[RECORDS TO USE]
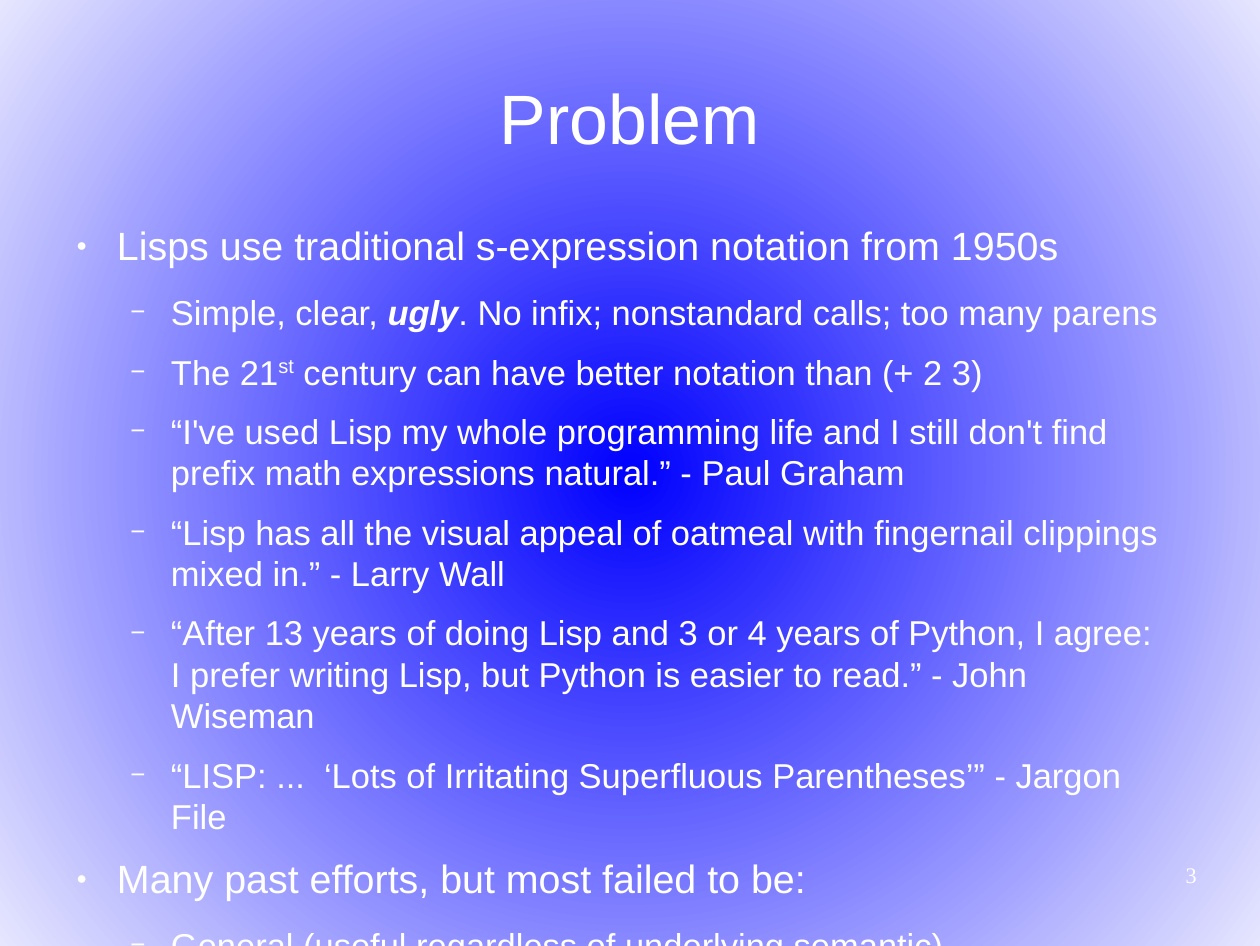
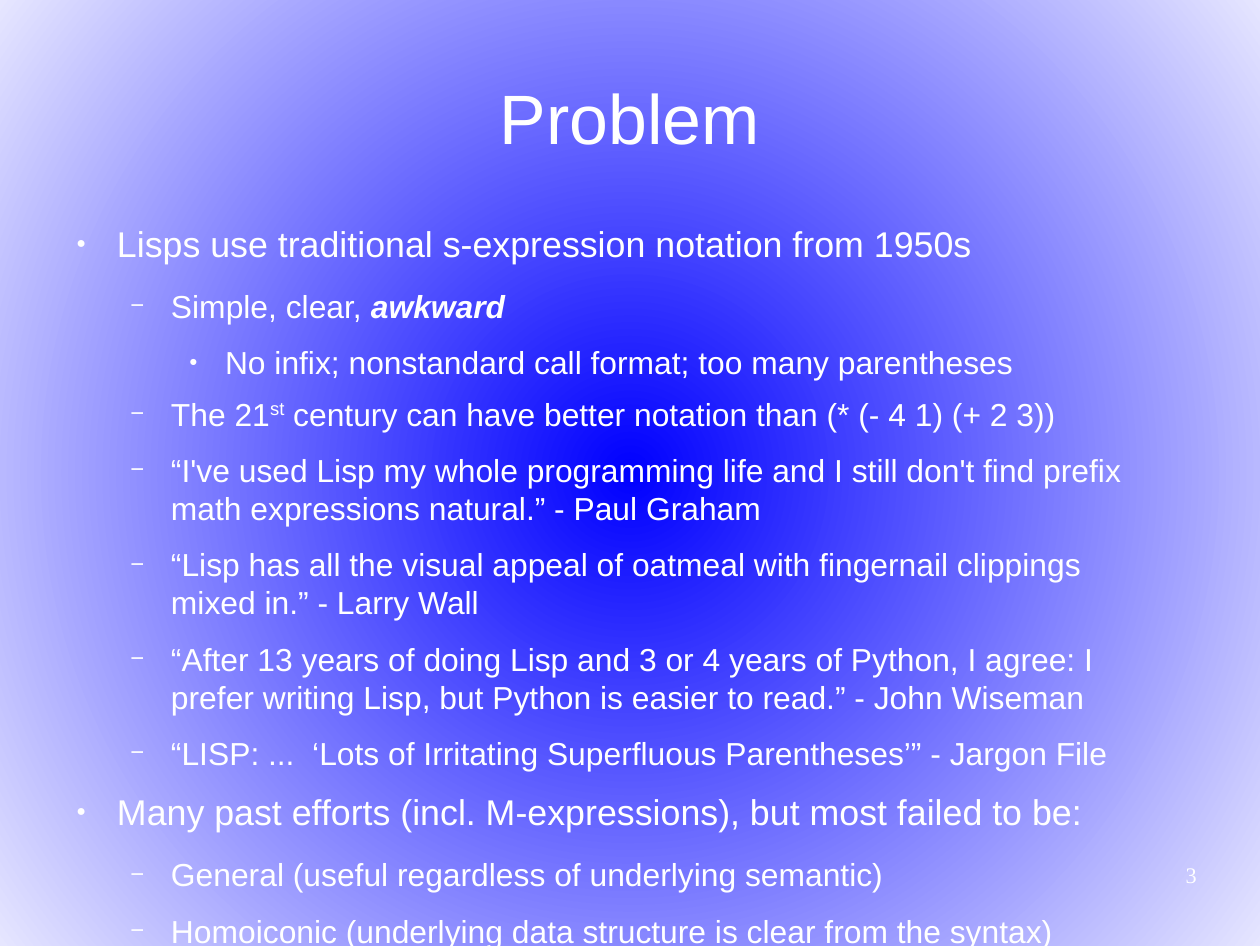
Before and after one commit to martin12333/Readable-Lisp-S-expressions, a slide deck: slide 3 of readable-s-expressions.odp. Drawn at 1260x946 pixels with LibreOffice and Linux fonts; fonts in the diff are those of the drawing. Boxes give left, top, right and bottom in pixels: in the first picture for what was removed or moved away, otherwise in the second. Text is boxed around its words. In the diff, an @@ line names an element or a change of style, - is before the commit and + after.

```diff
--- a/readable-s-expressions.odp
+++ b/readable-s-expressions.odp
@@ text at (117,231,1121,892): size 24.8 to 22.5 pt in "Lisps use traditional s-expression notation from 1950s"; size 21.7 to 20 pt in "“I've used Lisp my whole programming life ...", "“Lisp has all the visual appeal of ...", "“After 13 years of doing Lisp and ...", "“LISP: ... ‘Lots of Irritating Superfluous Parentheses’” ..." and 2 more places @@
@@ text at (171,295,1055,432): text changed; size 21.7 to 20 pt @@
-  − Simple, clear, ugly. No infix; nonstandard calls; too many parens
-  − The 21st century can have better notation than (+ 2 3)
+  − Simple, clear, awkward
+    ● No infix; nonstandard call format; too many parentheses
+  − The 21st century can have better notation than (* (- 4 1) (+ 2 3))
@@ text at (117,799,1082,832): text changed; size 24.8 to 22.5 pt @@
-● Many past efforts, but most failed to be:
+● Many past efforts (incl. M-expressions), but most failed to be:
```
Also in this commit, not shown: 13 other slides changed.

--

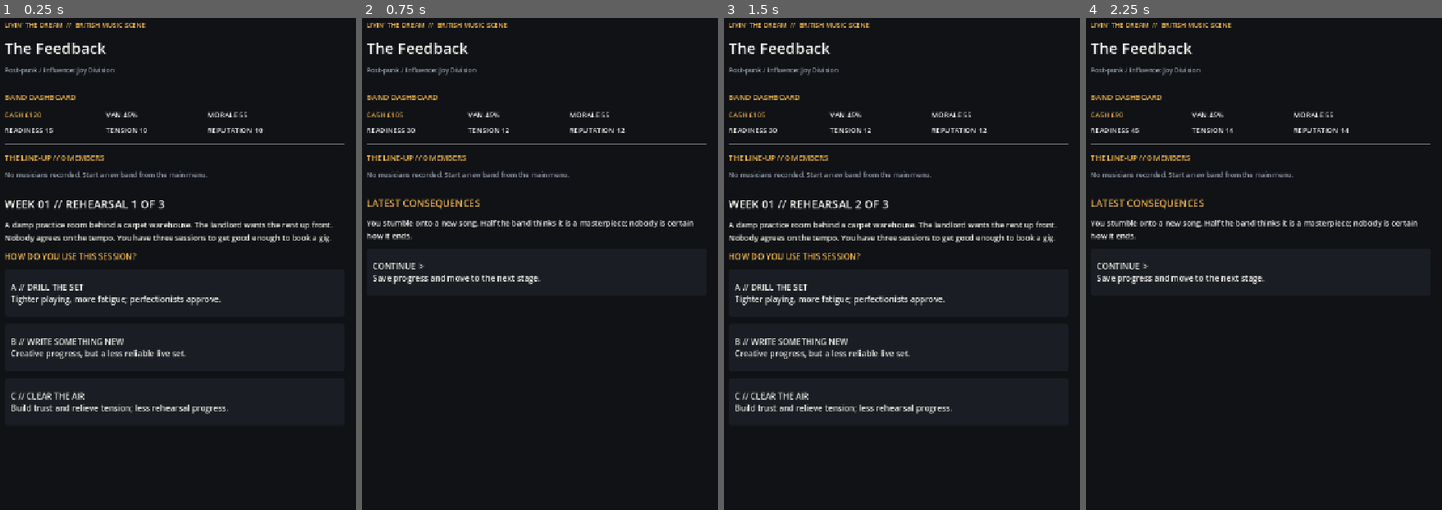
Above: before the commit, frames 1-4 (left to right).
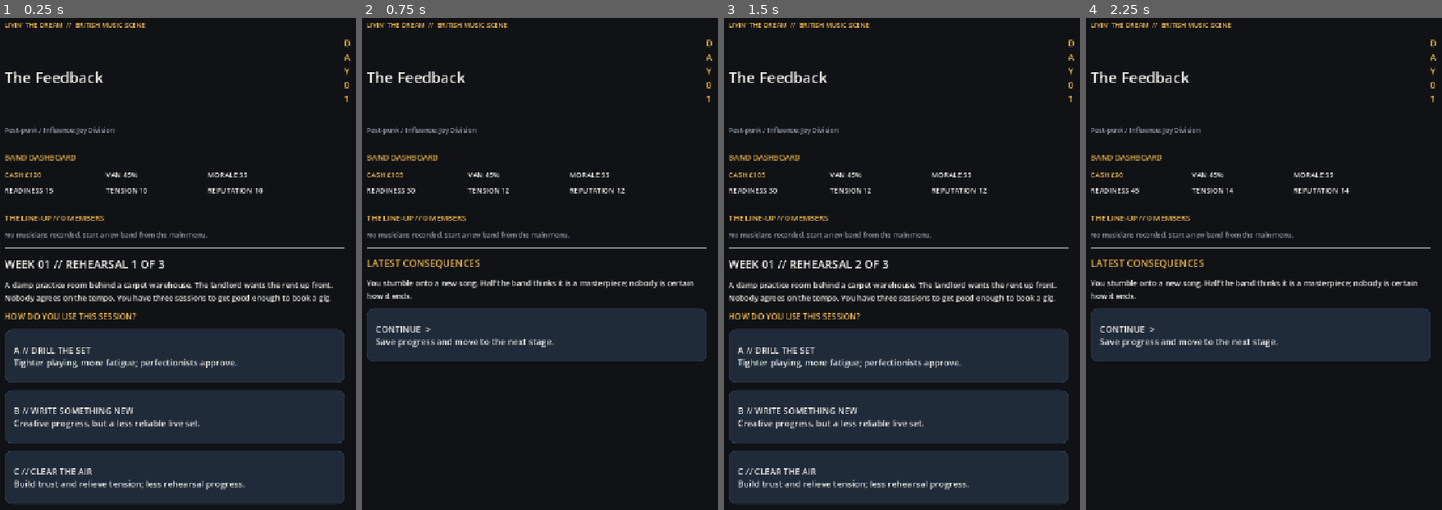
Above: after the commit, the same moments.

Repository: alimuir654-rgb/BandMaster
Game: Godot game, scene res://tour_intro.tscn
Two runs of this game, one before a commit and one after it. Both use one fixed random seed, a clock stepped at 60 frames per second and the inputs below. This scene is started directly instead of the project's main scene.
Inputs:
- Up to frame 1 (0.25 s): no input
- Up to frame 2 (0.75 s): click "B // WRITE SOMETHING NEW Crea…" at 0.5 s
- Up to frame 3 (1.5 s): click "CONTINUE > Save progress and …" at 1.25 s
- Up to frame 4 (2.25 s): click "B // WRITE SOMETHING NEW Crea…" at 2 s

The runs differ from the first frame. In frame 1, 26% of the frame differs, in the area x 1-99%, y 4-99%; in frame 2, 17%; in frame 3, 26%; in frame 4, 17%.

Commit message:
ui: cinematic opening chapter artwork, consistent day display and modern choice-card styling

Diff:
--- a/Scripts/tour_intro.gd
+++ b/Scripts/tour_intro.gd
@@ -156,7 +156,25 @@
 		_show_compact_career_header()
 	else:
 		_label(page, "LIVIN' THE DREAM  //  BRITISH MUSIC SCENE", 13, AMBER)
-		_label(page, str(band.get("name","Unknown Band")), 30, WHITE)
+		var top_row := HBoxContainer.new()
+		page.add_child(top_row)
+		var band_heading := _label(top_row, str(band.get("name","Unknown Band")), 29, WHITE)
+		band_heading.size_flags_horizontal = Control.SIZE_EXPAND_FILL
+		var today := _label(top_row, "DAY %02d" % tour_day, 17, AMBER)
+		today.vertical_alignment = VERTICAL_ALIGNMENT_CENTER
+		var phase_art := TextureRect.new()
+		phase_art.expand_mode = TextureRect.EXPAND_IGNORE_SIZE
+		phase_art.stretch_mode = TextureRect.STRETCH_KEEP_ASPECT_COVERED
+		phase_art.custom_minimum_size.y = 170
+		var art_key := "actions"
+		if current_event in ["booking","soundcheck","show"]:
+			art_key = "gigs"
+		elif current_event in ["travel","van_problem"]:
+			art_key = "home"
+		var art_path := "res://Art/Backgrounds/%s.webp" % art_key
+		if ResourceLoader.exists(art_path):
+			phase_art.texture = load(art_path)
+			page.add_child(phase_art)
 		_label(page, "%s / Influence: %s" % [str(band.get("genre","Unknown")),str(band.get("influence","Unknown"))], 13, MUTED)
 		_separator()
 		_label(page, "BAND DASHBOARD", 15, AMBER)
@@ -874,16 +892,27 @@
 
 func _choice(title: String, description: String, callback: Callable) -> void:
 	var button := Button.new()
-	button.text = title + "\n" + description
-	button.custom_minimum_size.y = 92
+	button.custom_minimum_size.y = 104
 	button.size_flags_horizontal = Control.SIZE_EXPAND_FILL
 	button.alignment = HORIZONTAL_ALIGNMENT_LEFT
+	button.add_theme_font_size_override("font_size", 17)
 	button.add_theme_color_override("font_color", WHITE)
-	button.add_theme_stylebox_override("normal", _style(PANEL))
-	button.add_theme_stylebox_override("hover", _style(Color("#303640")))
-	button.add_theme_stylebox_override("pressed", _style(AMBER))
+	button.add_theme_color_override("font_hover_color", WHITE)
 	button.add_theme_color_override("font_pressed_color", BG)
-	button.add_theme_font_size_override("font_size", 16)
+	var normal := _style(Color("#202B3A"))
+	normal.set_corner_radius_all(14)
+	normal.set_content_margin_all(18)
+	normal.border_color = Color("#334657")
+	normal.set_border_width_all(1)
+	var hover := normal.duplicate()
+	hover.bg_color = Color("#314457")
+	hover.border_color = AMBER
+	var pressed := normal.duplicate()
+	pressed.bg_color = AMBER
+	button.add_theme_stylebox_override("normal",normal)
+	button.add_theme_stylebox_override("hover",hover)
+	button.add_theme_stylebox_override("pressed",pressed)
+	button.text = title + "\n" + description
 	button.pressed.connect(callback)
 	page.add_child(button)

[ASSIGNMENT] Copy out each line of the material that holds the word "SOMETHING".

[ANSWER FOR THE TASK]
- Up to frame 2 (0.75 s): click "B // WRITE SOMETHING NEW Crea…" at 0.5 s
- Up to frame 4 (2.25 s): click "B // WRITE SOMETHING NEW Crea…" at 2 s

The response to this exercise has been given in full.